Sonja Biserko, the president of the Serbian chapter of the Helsinki Committee for Human Rights, says while there is still an audience for Milosevic's denials that some forces under his command committed atrocities, this trial could be a turning point.

"This trial is an opportunity for people to disassociate from the Milosevic policy," Biserko -- who has faced serious threats from extremists in her own country -- said by telephone from Belgrade Friday. "I am afraid they still somehow identify with it. Most of the media is defending him, because he took the opportunity to accuse NATO in front of the whole world. But the wider reaction here is not pro-Milosevic. Most people here feel uneasy about this trial, which is normal. Anyone decent enough feels uneasy, for what happened."

International justice activists say the Yugoslavia tribunal, the first of its kind, has been an experiment that will help them in the future, as well as in war crimes tribunals currently underway in Sierra Leone and East Timor.
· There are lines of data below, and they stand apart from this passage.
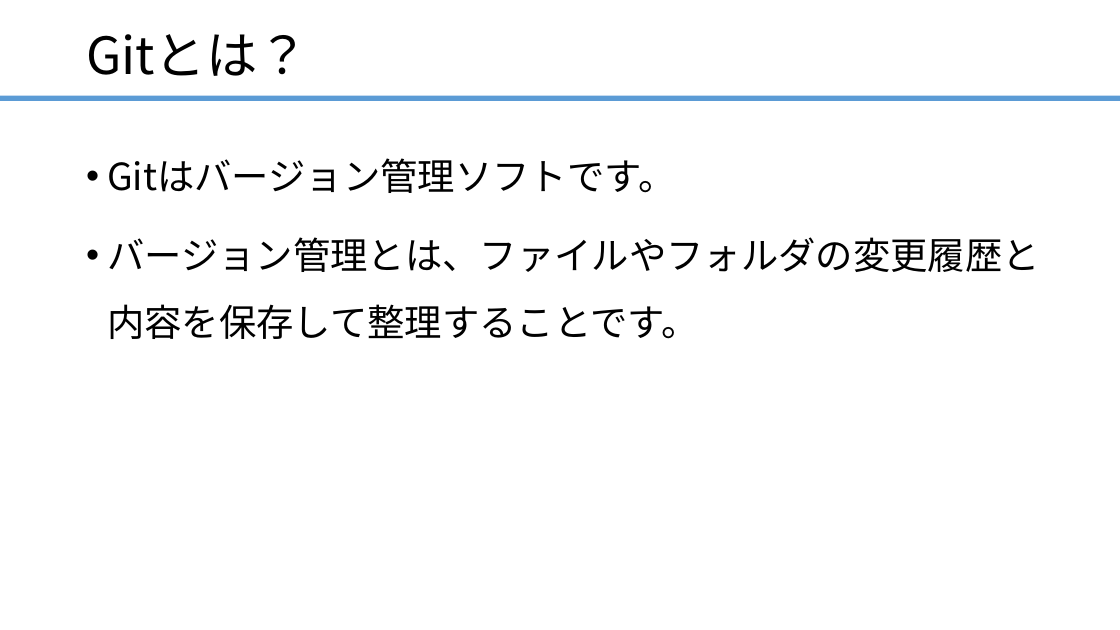
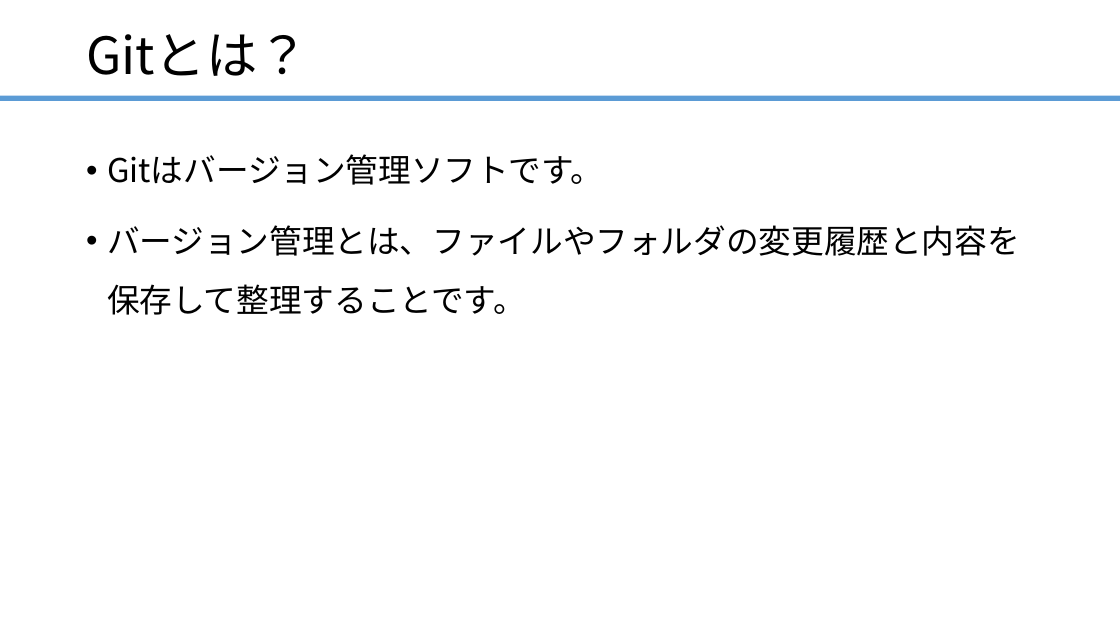
Before and after one commit to ainsAins/git4beginners, a slide deck: slide 3 of ハンズオン_Git入門.pptx. Drawn at 1120x630 pixels with LibreOffice and Linux fonts; fonts in the diff are those of the drawing. Boxes give left, top, right and bottom in pixels: in the first picture for what was removed or moved away, otherwise in the second. Text is boxed around its words. In the diff, an @@ line names an element or a change of style, - is before the commit and + after.

Commit message:
内容更新

```diff
--- a/ハンズオン_Git入門.pptx
+++ b/ハンズオン_Git入門.pptx
@@ text "Gitはバージョン管理ソフトです。" at <box>107,154,1020,315</box>: size 32 to 28 pt @@
```
Also in this commit, not shown: 2 other slides changed, 7 slides added, 17 slides removed, 1 other file.

The tribunal's biggest problem, according to several observers, was its insufficient initial attention to outreach programs -- efforts to explain, in the local languages and in the local context, what the tribunal is about. Such programs are installed in capitals throughout the former Yugoslavia. But Frease says they should have started outreach programs earlier. In the case of Serbia, such programs could have defused considerable hostility: People in Belgrade have tended to look at the tribunal as a totally anti-Serb institution, when in fact the tribunal has also indicted and arrested several non-Serbs accused of committing crimes against Serbs. (Almost all of them have already been handed over by Zagreb, capital of Croatia, and Sarajevo, capital of Bosnia-Herzegovina.)
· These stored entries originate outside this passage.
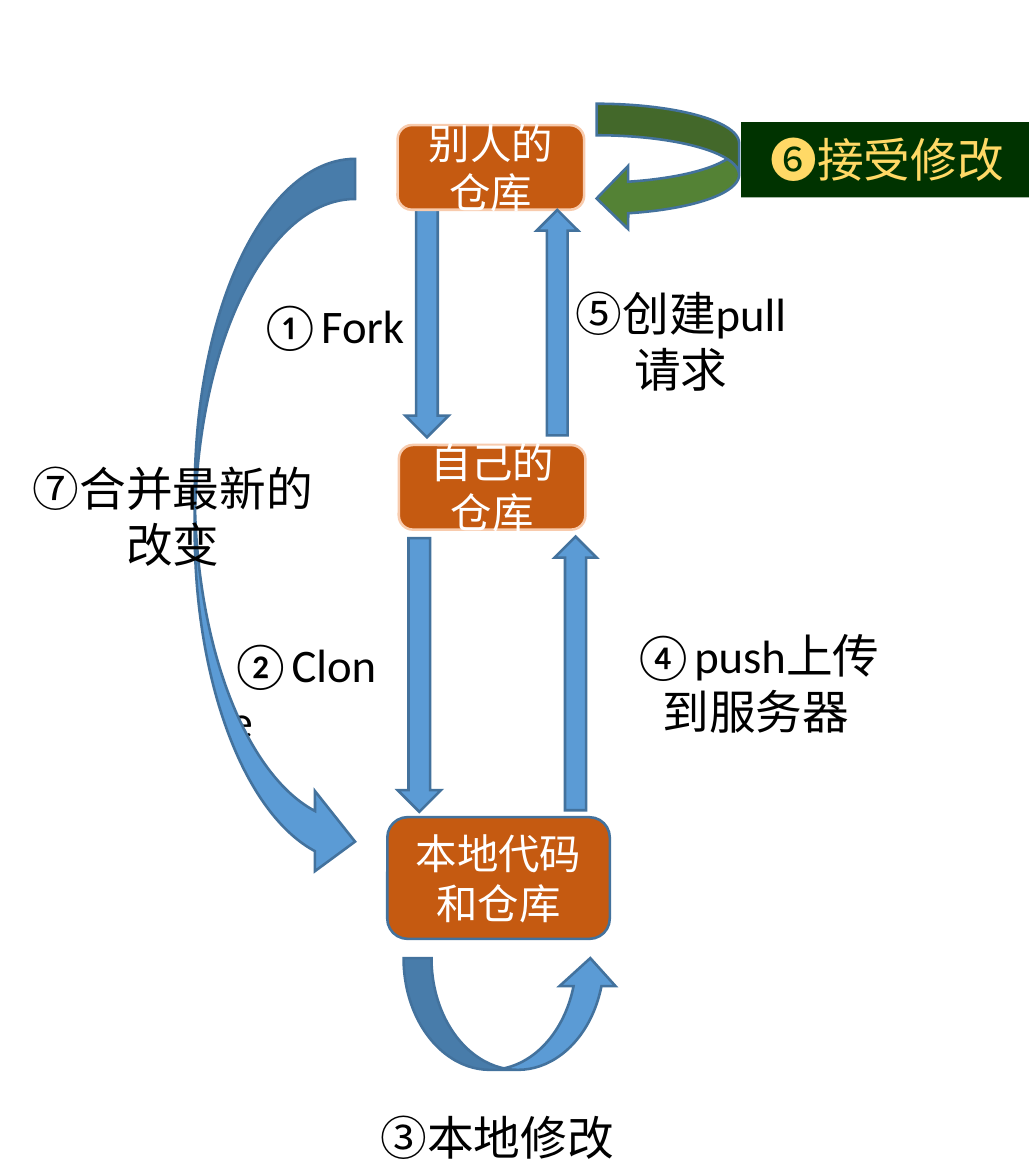
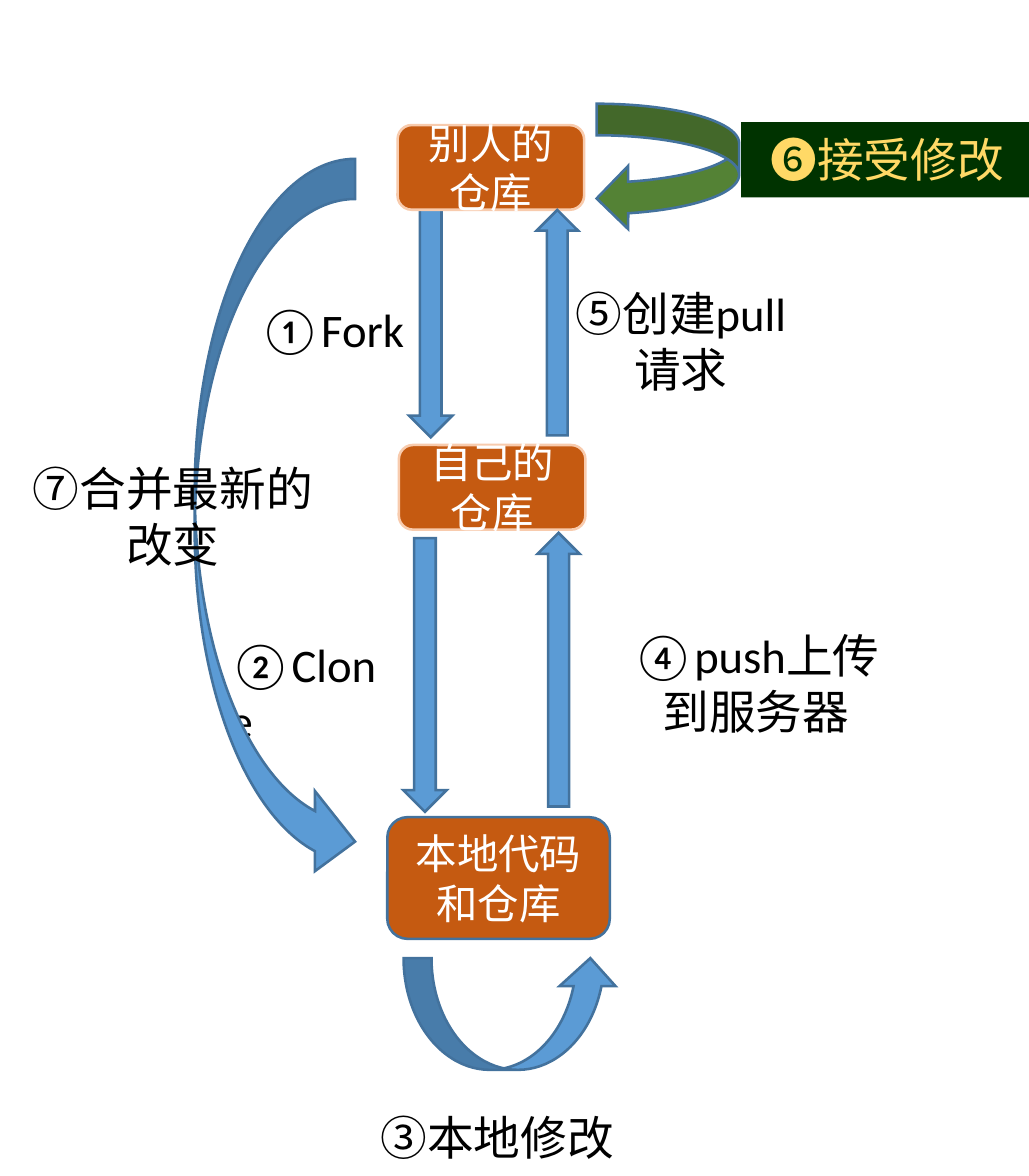
Before and after one commit to bg6cq/learngit, a slide deck: slide 1 of 4/img/process.pptx. Drawn at 1029x1176 pixels with LibreOffice and Linux fonts; fonts in the diff are those of the drawing. Boxes give left, top, right and bottom in pixels: in the first picture for what was removed or moved away, otherwise in the second. Text is boxed around its words. In the diff, an @@ line names an element or a change of style, - is before the commit and + after.

```diff
--- a/4/img/process.pptx
+++ b/4/img/process.pptx
@@ down arrow: place and size @@
-down arrow at (405, 164, 448, 439)
+down arrow at (409, 164, 452, 439)
@@ text "①Fork": place and size @@
-text "①Fork" at (259, 305, 404, 351)
+text "①Fork" at (259, 309, 404, 355)
@@ down arrow: place and size @@
-down arrow at (398, 538, 441, 812)
+down arrow at (403, 538, 446, 812)
@@ up arrow: place and size @@
-up arrow at (555, 536, 598, 811)
+up arrow at (538, 532, 581, 807)
```
Also in this commit, not shown: 1 other file.

Echoing that criticism is Nina Bang-Jensen, the executive director of the Coalition for International Justice. "I think the tribunal initially did not devote enough attention to explaining themselves to people in the region. It took them years to translate the court documents into the local languages. The outreach programs were very slow in coming. It's most improved now."

Indeed, the Milosevic trial is a logistical wonder, with the prosecutors and judges speaking in English, Milosevic testifying in Serbian, and the first prosecutorial witness today testifying in Albanian. The trial is simultaneously translated into Albanian, French, and the triad of almost identical languages that emerged with the breakup of Yugoslavia known as "Bosnian-Croatian-Serbian (BCS)." Some 1,200 people work for the tribunal -- judges, lawyers, translators, researchers, investigators, registrars, secretaries and pathologists. Although Milosevic is the biggest name the tribunal has tried to date, it has indicted over 80 people -- Bosnian Muslims, Croatians and Serbs -- some 49 of whom are in its custody, and another 31 of whom remain at large.

Prosecutors and international justice activists hope that Milosevic will not be the last powerful figure to be brought to justice. They are encouraged by growing signs from Belgrade that it may at last hand over the Bosnian Serb general accused of orchestrating the Srebrenica massacre, Ratko Mladic. And on Friday, chief prosecutor Carla Del Ponte skipped Milosevic's testimony to go to the Bosnian Serb capital, Banja Luka, to press yet again for the arrest and extradition of former Bosnian Serb president Radovan Karadzic. Both Karadzic and Mladic are indicted for genocide at Srebrenica, and for crimes against humanity.

Some of the more utopian of those who backed the idea of the tribunal back in 1993 believed that its very existence would serve as a deterrent to further atrocities. Those hopes have been dashed. But Milosevic's presence in the dock these past two weeks has offered a lesson for leaders the world over who believe that power itself guarantees that they can act with impunity.


By Laura Rozen

Laura Rozen writes about U.S. foreign policy and the Balkans crisis for Salon News.